Supplied information
────────

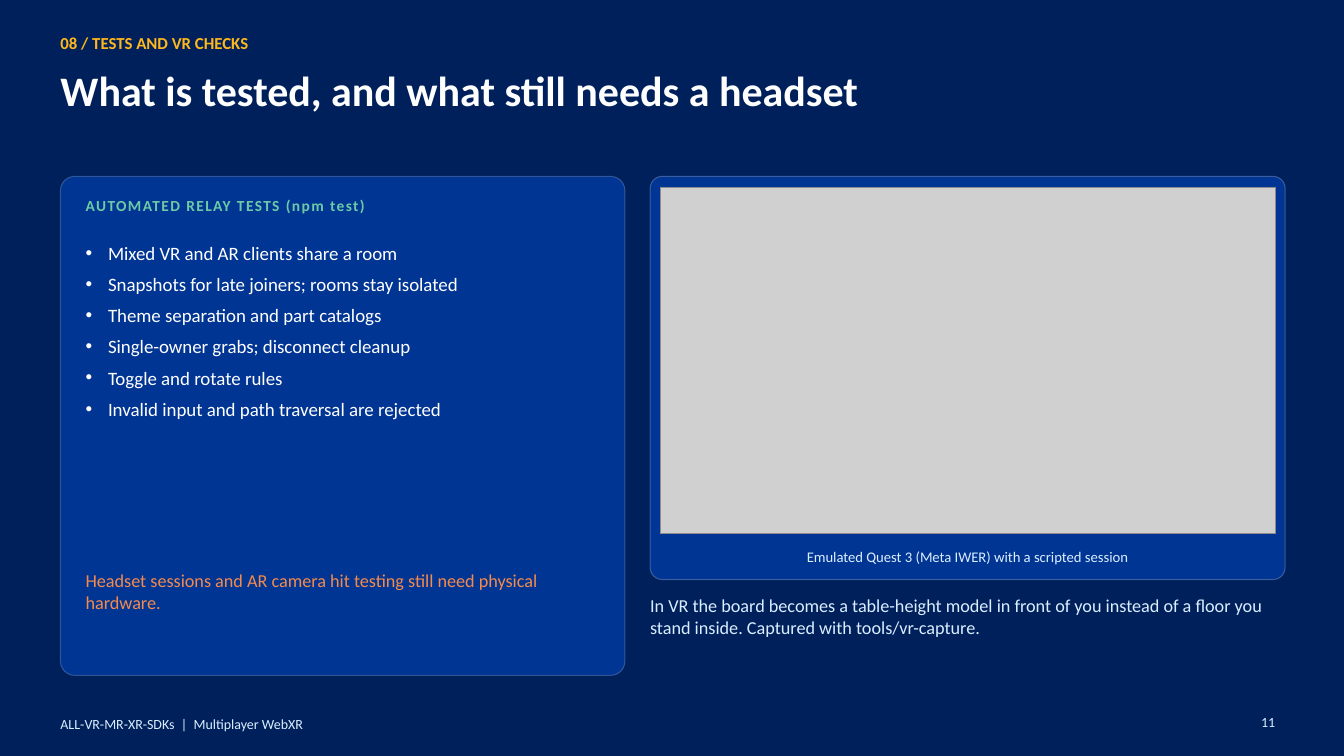
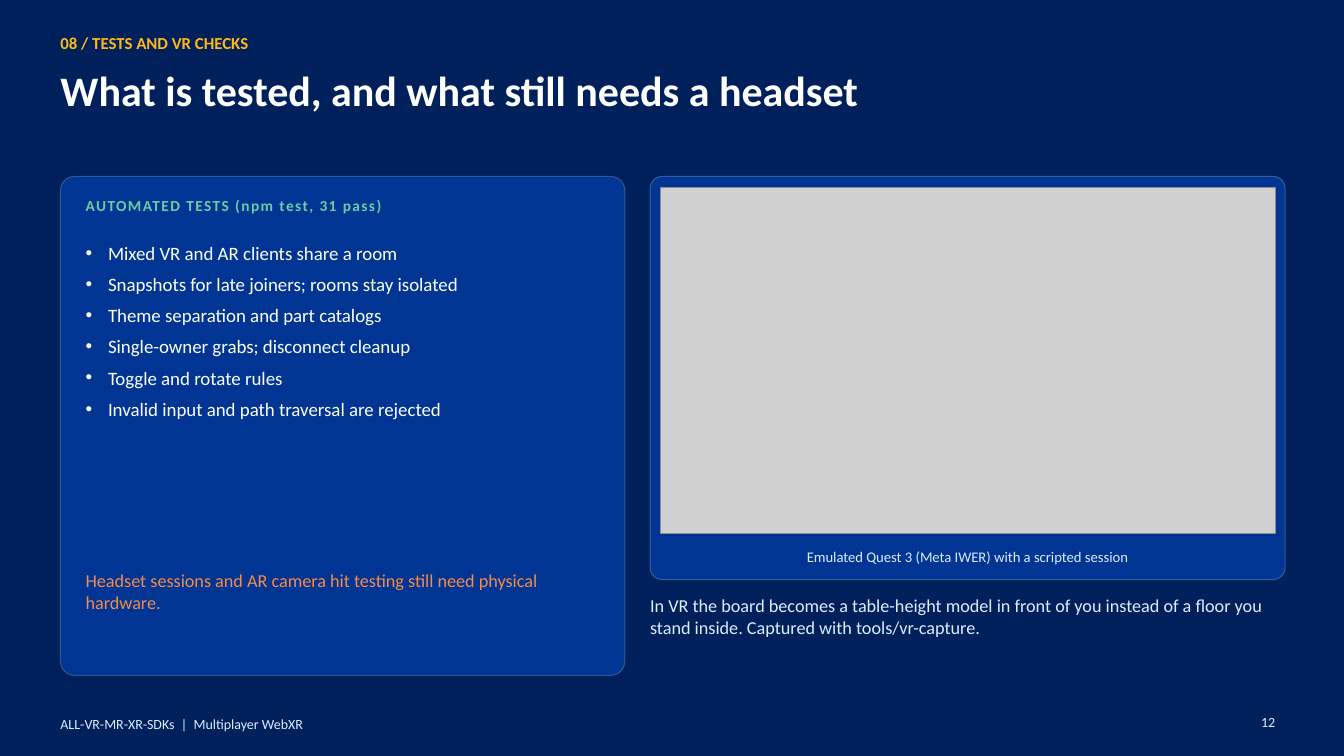
Before and after one commit to jpcst52/ALL-VR-MR-XR-SDKs, a slide deck: slide 12 of multi-player/Multiplayer-WebXR-Examples.pptx (slide 11 before the commit). Drawn at 1344x756 pixels with LibreOffice and Linux fonts; fonts in the diff are those of the drawing; grey boxes stand for pictures. Boxes give left, top, right and bottom in pixels: in the first picture for what was removed or moved away, otherwise in the second. Text is boxed around its words. In the diff, an @@ line names an element or a change of style, - is before the commit and + after.

```diff
--- a/multi-player/Multiplayer-WebXR-Examples.pptx
+++ b/multi-player/Multiplayer-WebXR-Examples.pptx
@@ text at (86, 200, 382, 214): text changed @@
-AUTOMATED RELAY TESTS (npm test)
+AUTOMATED TESTS (npm test, 31 pass)
@@ page number at (1261, 718, 1275, 727): text changed @@
-11
+12
```
Also in this commit, not shown: 3 other slides changed, 1 slide added, 15 other files.

────────

What the exercise asks
Check the lines above and copy each one that includes "player".

Solution to this exercise
Before and after one commit to jpcst52/ALL-VR-MR-XR-SDKs, a slide deck: slide 12 of multi-player/Multiplayer-WebXR-Examples.pptx (slide 11 before the commit). Drawn at 1344x756 pixels with LibreOffice and Linux fonts; fonts in the diff are those of the drawing; grey boxes stand for pictures. Boxes give left, top, right and bottom in pixels: in the first picture for what was removed or moved away, otherwise in the second. Text is boxed around its words. In the diff, an @@ line names an element or a change of style, - is before the commit and + after.
--- a/multi-player/Multiplayer-WebXR-Examples.pptx
+++ b/multi-player/Multiplayer-WebXR-Examples.pptx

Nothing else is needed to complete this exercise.